[[ Data listing open ]]

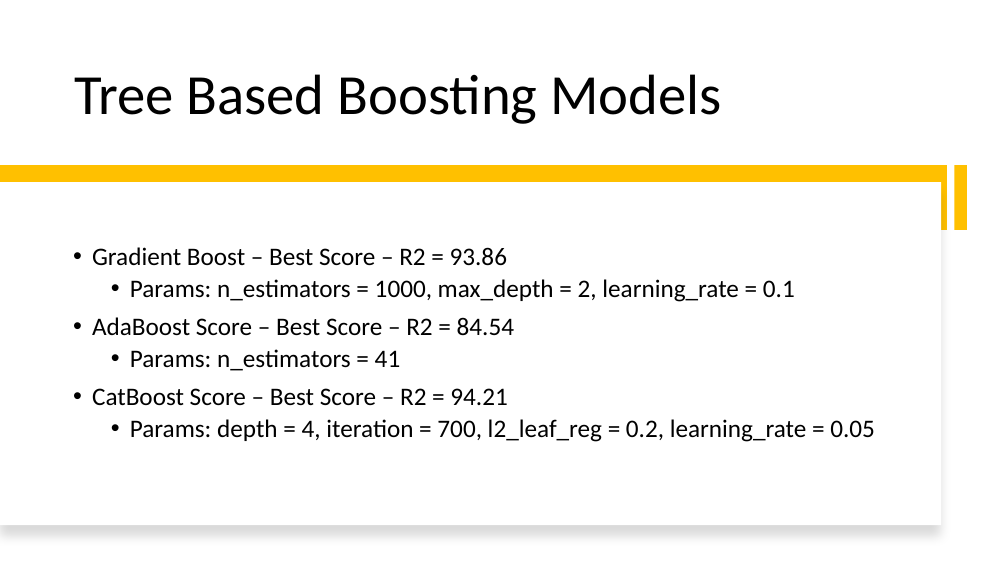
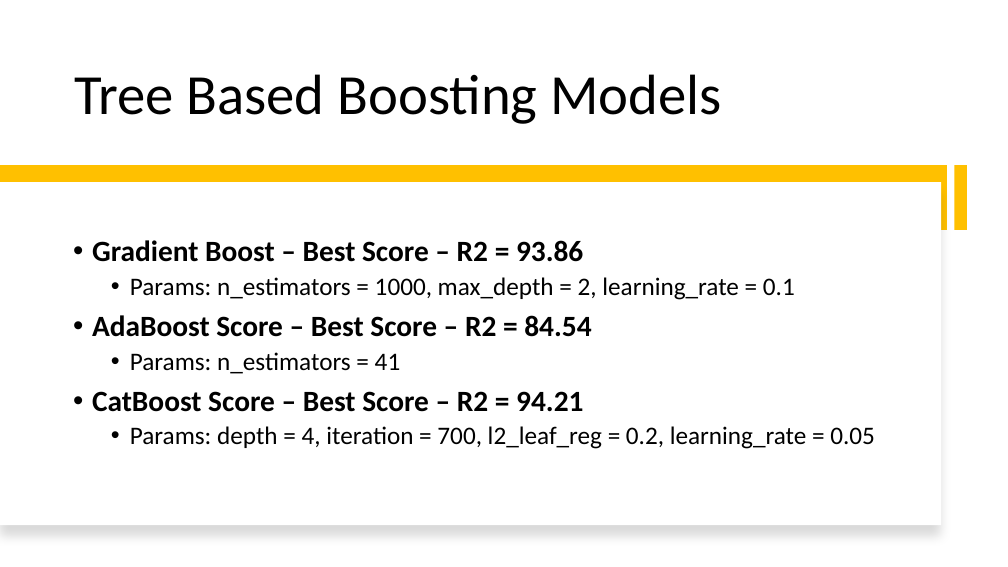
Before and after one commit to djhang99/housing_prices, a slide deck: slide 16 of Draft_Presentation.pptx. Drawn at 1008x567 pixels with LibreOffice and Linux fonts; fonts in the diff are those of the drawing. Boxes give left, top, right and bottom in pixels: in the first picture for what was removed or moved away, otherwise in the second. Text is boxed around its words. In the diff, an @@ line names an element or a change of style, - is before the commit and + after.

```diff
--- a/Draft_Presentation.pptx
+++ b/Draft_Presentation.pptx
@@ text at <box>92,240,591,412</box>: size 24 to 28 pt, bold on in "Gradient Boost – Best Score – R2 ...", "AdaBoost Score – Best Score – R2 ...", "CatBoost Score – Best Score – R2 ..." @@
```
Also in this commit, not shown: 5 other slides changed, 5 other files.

[[ Data listing closed ]]
[[ Data listing open ]]

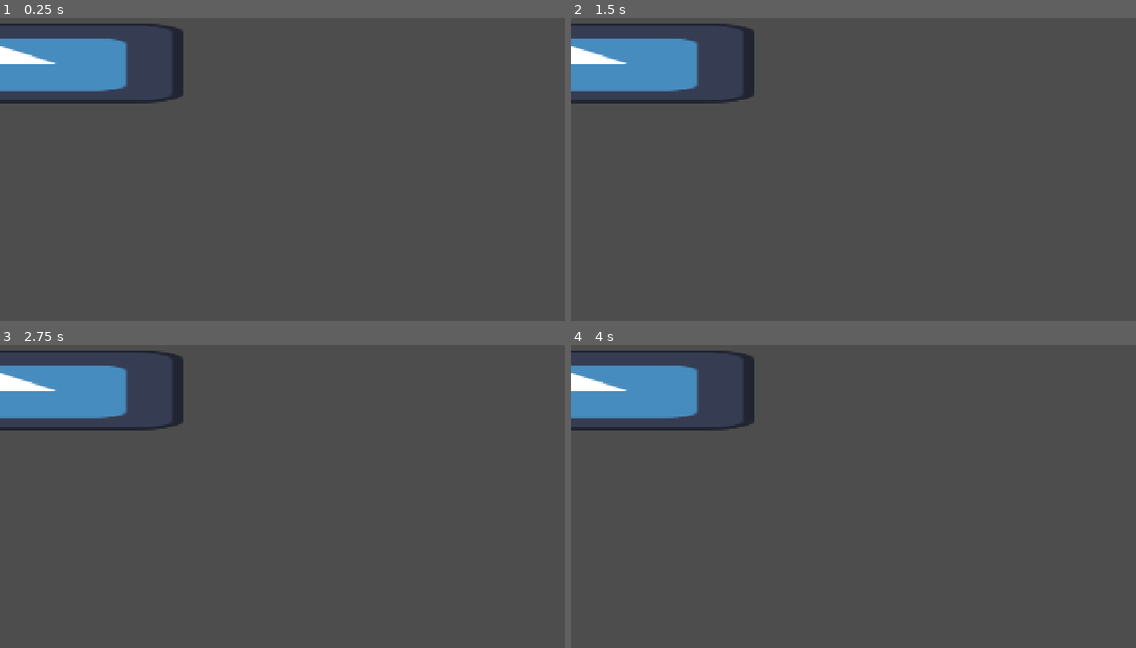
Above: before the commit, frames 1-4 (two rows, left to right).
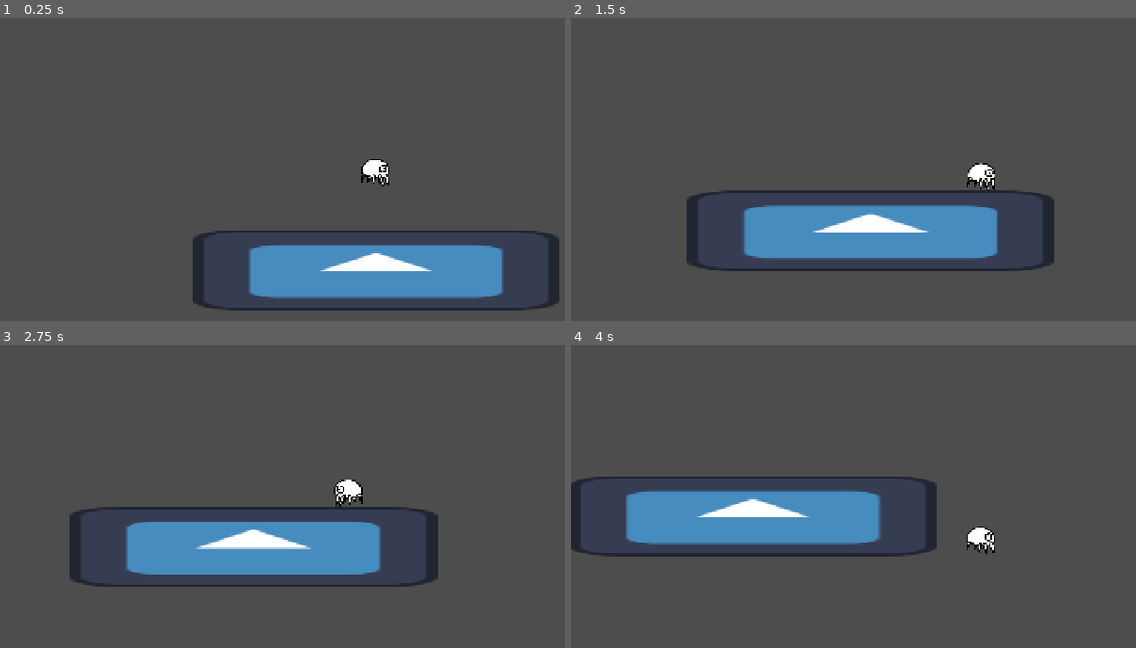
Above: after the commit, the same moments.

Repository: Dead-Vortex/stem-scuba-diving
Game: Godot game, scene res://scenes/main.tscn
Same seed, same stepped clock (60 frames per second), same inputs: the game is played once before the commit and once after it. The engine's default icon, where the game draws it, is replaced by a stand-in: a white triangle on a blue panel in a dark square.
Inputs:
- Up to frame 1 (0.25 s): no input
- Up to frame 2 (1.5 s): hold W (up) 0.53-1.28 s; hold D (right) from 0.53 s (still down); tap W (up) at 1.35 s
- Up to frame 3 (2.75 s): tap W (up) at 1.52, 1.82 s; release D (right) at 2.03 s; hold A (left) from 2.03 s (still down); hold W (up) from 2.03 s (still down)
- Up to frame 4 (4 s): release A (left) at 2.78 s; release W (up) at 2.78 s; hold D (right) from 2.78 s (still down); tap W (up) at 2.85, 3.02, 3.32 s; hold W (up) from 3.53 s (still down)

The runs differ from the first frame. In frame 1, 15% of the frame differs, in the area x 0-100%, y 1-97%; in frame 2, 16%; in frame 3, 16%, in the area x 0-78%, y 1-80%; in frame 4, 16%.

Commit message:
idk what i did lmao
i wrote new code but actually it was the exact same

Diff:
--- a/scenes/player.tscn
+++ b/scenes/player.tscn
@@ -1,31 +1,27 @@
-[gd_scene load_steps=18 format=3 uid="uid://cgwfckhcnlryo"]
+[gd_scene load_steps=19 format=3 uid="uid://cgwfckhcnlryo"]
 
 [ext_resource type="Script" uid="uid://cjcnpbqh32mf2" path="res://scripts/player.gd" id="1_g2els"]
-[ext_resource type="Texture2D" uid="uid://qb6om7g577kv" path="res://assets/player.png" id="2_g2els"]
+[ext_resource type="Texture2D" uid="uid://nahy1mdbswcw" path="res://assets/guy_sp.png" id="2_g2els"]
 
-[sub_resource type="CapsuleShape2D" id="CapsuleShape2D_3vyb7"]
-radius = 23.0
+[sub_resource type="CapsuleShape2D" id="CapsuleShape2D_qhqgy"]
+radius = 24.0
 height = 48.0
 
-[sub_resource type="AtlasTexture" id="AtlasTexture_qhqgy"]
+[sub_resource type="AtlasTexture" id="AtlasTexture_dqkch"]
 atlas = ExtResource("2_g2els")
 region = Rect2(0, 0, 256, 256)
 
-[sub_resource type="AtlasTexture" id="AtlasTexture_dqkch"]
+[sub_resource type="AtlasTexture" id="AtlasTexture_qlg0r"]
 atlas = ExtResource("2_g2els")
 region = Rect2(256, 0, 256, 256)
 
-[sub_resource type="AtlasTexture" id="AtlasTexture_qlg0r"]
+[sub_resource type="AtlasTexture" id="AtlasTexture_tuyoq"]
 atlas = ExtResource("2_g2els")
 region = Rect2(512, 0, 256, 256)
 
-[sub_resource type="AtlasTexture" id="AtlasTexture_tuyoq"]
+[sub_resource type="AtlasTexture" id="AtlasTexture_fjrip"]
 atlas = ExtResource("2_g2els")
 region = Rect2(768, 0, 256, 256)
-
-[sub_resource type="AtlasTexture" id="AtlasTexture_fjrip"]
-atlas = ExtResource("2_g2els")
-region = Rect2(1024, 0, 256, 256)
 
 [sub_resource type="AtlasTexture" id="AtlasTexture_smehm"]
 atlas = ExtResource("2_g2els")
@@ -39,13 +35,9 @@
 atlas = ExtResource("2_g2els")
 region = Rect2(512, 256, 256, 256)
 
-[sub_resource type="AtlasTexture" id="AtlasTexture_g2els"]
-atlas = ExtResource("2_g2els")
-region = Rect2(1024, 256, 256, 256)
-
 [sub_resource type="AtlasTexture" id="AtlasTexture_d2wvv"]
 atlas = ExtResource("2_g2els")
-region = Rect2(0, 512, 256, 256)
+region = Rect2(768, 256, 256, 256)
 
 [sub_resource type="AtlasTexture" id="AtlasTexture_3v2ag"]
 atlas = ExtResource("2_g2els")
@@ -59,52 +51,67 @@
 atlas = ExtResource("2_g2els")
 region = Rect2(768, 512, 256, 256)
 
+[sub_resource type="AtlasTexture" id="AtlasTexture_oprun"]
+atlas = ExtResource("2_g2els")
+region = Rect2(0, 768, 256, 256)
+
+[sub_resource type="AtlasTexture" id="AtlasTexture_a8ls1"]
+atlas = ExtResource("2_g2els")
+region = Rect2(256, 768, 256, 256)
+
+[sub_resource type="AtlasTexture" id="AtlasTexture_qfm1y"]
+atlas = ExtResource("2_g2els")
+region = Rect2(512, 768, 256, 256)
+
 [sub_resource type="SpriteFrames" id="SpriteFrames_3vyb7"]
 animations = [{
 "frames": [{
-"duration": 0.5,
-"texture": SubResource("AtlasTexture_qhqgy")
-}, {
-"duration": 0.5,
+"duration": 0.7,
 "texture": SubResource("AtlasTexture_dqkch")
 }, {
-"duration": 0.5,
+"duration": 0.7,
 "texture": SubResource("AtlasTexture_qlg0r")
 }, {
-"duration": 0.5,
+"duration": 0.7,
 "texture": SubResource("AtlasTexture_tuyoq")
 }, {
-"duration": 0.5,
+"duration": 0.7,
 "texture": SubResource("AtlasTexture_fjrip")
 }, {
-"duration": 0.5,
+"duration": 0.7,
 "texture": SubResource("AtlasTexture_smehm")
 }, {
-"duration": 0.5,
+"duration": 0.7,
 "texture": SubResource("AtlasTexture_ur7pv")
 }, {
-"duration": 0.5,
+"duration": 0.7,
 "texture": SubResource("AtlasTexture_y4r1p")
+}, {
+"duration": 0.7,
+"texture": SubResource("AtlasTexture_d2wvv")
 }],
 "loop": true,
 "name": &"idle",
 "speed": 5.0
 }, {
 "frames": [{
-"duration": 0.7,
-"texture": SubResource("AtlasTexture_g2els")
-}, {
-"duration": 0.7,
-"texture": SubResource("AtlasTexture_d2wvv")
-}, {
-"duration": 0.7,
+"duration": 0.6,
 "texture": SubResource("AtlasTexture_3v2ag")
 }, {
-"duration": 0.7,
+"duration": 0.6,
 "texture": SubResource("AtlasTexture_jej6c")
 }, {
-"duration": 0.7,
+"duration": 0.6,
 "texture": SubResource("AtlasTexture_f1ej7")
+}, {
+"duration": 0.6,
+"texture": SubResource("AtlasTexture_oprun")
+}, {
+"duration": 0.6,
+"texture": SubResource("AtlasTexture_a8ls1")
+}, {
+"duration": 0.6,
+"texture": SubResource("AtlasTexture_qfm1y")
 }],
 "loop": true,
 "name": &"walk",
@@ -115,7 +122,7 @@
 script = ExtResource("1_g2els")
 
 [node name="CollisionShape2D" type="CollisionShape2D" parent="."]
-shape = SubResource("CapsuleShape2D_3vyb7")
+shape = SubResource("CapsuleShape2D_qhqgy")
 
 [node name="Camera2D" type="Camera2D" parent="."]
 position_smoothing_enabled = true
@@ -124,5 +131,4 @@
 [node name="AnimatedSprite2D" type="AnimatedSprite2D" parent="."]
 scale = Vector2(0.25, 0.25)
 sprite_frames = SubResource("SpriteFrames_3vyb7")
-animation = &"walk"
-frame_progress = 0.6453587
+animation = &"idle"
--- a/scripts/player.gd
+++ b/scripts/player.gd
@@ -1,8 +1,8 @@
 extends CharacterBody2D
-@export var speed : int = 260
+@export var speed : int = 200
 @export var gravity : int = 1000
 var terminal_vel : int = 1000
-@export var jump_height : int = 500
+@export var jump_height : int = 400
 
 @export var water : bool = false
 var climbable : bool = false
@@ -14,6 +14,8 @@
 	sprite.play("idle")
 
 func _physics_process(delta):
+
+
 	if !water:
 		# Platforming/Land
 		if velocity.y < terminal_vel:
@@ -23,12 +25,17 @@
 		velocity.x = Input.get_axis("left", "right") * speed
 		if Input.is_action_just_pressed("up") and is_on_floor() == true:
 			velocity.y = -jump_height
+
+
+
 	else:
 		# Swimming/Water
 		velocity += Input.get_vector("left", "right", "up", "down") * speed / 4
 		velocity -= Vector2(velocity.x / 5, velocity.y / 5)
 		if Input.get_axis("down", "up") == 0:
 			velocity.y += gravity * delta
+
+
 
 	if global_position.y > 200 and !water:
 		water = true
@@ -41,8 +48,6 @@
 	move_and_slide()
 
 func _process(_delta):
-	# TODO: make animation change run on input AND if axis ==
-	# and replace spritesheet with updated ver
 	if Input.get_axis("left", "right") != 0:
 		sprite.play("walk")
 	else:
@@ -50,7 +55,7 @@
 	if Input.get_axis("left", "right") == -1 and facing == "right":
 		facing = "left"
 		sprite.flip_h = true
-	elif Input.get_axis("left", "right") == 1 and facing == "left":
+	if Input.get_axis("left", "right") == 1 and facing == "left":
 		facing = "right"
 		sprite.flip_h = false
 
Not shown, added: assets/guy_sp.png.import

[[ Data listing closed ]]

**What is required**
Would you print, exactly as written, every line above from the one holding "if global_position.y >" through the one holding "Not shown, added: assets/guy_sp.png.import", with both included and no other lines?

**Response to this task**
 	if global_position.y > 200 and !water:
 		water = true
@@ -41,8 +48,6 @@
 	move_and_slide()
 
 func _process(_delta):
-	# TODO: make animation change run on input AND if axis ==
-	# and replace spritesheet with updated ver
 	if Input.get_axis("left", "right") != 0:
 		sprite.play("walk")
 	else:
@@ -50,7 +55,7 @@
 	if Input.get_axis("left", "right") == -1 and facing == "right":
 		facing = "left"
 		sprite.flip_h = true
-	elif Input.get_axis("left", "right") == 1 and facing == "left":
+	if Input.get_axis("left", "right") == 1 and facing == "left":
 		facing = "right"
 		sprite.flip_h = false
 
Not shown, added: assets/guy_sp.png.import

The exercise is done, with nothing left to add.